La tentative d’assassinat
Timour Shah avait beau être résolu et actif sur le plan intérieur, il ne fut pas épargné par les rebellions internes. En fait, il s’en fallut de peu pour qu’il soit assassiné en 1779, afin d’être remplacé sur le trône par un de ces neveux. Timour Shah dormait dans une chambre de la citadelle de Peshawar (sa capitale d’hiver), quand il fut soudain réveillé par des rumeurs confuses, suivies de coups de feu et du cliquetis des épées. Devinant une menace imminente, il s’empressa de s’enfermer dans une pièce située à l’étage supérieur du palais, d’où agitant son turban par la fenêtre, il alerta ses troupes, amassées au pied de la forteresse. Entre-temps, les conjurés avaient massacré ses gardes du corps et l’auraient sans doute tué à son tour si ses partisans n’étaient pas arrivés pour le sauver. Tous les conspirateurs furent passés au fil de l’épée, à l’exception d’un chef de tribu nommé Arsalan Khan, l’âme du complot, qui réussit à s’enfuir dans les montagnes. Le sort de cet homme mérite une parenthèse, car il illustre d’une façon remarquable le sentiment de respect quasi religieux qu’éprouvaient les Afghans pour la vengeance. Arsalan Khan avait tenté d’assassiner son souverain, ce qui constituait un crime impardonnable, passible des pires châtiments. Encore fallait-il l’arrêter. Or il était hors d’atteinte, réfugié dans les défilés arides que les cavaliers les plus téméraires hésitaient à franchir. Timour, assoiffé de vengeance, lui tendit alors un piège. Il lui envoya un coran, sur une page duquel il fit le serment de lui pardonner son méfait. Nulle promesse ne pouvait être plus sacrée, Arsalan Khan retourna à Peshawar et fit acte de soumission. Timour ordonna aussitôt qu’on le décapite. Cette décision devait ternir à jamais sa réputation car, aux yeux d’un peuple pour qui la vengeance est religion et acte d’honneur, la mauvaise foi du roi fut considérée comme un crime aussi ignoble que celui d’Arsalan Khan.
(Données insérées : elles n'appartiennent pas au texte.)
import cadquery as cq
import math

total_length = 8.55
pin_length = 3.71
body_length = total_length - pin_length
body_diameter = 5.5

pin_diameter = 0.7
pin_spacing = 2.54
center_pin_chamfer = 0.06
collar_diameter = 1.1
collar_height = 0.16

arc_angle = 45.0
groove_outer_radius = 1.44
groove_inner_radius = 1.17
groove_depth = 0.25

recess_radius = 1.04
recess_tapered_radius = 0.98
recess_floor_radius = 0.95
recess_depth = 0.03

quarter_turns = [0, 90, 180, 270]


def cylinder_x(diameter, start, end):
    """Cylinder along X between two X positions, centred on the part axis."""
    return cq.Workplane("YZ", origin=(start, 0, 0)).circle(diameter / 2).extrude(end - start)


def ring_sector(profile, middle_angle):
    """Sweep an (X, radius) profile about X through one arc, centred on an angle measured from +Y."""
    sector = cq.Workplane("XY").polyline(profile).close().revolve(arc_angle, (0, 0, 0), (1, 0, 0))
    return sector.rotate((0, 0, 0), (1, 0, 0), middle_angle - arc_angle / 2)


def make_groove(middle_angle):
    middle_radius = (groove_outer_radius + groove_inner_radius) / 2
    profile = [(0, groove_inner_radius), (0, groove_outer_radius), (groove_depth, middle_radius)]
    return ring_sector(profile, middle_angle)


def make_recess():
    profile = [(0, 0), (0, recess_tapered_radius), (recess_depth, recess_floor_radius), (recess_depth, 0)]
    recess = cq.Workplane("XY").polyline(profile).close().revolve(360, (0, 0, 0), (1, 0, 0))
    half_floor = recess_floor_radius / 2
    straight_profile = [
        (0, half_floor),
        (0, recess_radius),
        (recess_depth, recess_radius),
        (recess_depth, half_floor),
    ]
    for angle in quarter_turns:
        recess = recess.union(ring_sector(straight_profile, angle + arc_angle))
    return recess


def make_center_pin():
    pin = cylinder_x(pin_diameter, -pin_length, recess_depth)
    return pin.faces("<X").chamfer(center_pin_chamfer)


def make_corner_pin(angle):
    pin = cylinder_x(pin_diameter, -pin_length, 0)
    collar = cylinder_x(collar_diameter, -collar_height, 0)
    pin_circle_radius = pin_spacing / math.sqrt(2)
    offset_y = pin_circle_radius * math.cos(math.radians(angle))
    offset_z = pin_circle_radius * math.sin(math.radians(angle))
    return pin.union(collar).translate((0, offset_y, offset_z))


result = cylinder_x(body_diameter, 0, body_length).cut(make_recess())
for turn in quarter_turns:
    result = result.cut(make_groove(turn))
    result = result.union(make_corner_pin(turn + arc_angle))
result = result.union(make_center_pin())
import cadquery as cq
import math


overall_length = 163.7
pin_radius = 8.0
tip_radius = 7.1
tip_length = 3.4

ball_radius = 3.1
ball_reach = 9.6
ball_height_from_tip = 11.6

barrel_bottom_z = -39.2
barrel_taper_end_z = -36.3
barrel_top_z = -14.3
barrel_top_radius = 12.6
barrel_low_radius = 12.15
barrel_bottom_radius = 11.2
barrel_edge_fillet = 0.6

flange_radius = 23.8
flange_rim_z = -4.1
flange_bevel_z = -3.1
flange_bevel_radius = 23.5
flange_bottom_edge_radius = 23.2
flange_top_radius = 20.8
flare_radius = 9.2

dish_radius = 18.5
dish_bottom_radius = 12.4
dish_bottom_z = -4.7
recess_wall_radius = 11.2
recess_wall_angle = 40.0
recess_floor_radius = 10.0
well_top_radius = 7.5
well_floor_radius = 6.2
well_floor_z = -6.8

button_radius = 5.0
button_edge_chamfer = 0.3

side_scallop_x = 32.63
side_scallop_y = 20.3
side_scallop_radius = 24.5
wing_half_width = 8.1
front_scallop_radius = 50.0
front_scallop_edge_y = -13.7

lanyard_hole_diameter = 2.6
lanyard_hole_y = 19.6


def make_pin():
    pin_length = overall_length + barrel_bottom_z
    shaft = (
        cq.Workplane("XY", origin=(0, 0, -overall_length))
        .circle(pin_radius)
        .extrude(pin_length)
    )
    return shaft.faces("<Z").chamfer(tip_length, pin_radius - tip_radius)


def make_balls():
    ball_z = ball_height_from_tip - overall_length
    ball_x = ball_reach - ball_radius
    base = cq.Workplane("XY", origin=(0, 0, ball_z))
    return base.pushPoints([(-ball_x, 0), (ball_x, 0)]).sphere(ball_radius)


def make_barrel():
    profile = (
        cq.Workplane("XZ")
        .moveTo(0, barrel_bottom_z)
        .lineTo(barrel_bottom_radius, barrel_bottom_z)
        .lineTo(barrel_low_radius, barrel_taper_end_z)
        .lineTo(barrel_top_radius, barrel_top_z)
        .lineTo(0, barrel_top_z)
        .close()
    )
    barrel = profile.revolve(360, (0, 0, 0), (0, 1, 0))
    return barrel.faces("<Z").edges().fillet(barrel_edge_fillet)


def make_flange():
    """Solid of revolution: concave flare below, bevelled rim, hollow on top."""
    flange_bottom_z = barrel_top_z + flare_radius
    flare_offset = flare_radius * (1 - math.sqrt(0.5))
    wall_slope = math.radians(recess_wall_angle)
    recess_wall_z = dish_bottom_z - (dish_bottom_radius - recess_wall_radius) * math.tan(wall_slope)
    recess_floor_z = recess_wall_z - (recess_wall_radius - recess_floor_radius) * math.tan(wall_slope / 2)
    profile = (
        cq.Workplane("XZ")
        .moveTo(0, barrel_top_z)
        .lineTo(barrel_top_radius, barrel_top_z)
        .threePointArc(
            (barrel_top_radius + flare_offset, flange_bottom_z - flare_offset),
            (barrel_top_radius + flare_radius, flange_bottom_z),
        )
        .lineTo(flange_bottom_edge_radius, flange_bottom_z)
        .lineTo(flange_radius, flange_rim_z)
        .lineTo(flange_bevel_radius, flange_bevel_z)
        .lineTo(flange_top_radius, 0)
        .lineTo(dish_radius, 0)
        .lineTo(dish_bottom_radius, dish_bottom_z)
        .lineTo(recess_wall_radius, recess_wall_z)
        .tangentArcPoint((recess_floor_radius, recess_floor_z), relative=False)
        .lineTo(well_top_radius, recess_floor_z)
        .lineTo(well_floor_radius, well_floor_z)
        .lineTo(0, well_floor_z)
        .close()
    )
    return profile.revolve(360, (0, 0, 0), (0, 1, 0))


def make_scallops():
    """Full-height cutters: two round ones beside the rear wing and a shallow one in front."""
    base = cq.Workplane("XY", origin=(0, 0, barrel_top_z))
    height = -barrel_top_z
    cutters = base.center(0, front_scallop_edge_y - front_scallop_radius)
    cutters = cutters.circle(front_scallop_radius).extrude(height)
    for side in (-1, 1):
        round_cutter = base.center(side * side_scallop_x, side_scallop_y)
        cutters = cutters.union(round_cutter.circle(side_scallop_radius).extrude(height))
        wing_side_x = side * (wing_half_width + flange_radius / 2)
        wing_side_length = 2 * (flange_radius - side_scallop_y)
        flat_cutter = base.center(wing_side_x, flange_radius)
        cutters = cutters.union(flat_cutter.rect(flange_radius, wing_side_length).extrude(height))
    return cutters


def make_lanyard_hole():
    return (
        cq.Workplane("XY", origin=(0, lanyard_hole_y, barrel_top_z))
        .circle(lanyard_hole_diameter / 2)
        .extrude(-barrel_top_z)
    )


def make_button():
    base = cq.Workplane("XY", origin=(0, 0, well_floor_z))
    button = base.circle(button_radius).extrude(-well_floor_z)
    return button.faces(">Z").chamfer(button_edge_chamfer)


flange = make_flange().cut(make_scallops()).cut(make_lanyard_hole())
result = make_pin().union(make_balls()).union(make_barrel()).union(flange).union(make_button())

La mort suspecte de Timour Shah
Timour Shah décéda soudainement à Kaboul le 20 Mai 1793, après un règne de 20 ans. (On pense qu’il a peut-être été empoisonné.) Moins porté que son père sur le faste et l’ostentation, il ne se para jamais du Koh-i Noor. Etant mort subitement, il ne désigna clairement aucun successeur, bien que de son vivant sa préférence se portait vers son fils Zaman Shah, qu’il avait élevé au prestigieux poste de gouverneur de Kaboul. Voilà pourquoi à l’annonce de son décès, chacun de ses 23 fils réclama le trône, ce qui entraîna l’Afghanistan dans un long cycle de violences, qui favorisa l’interférence étrangère dans le pays. Son tombeau, inachevé, se situe à Kaboul.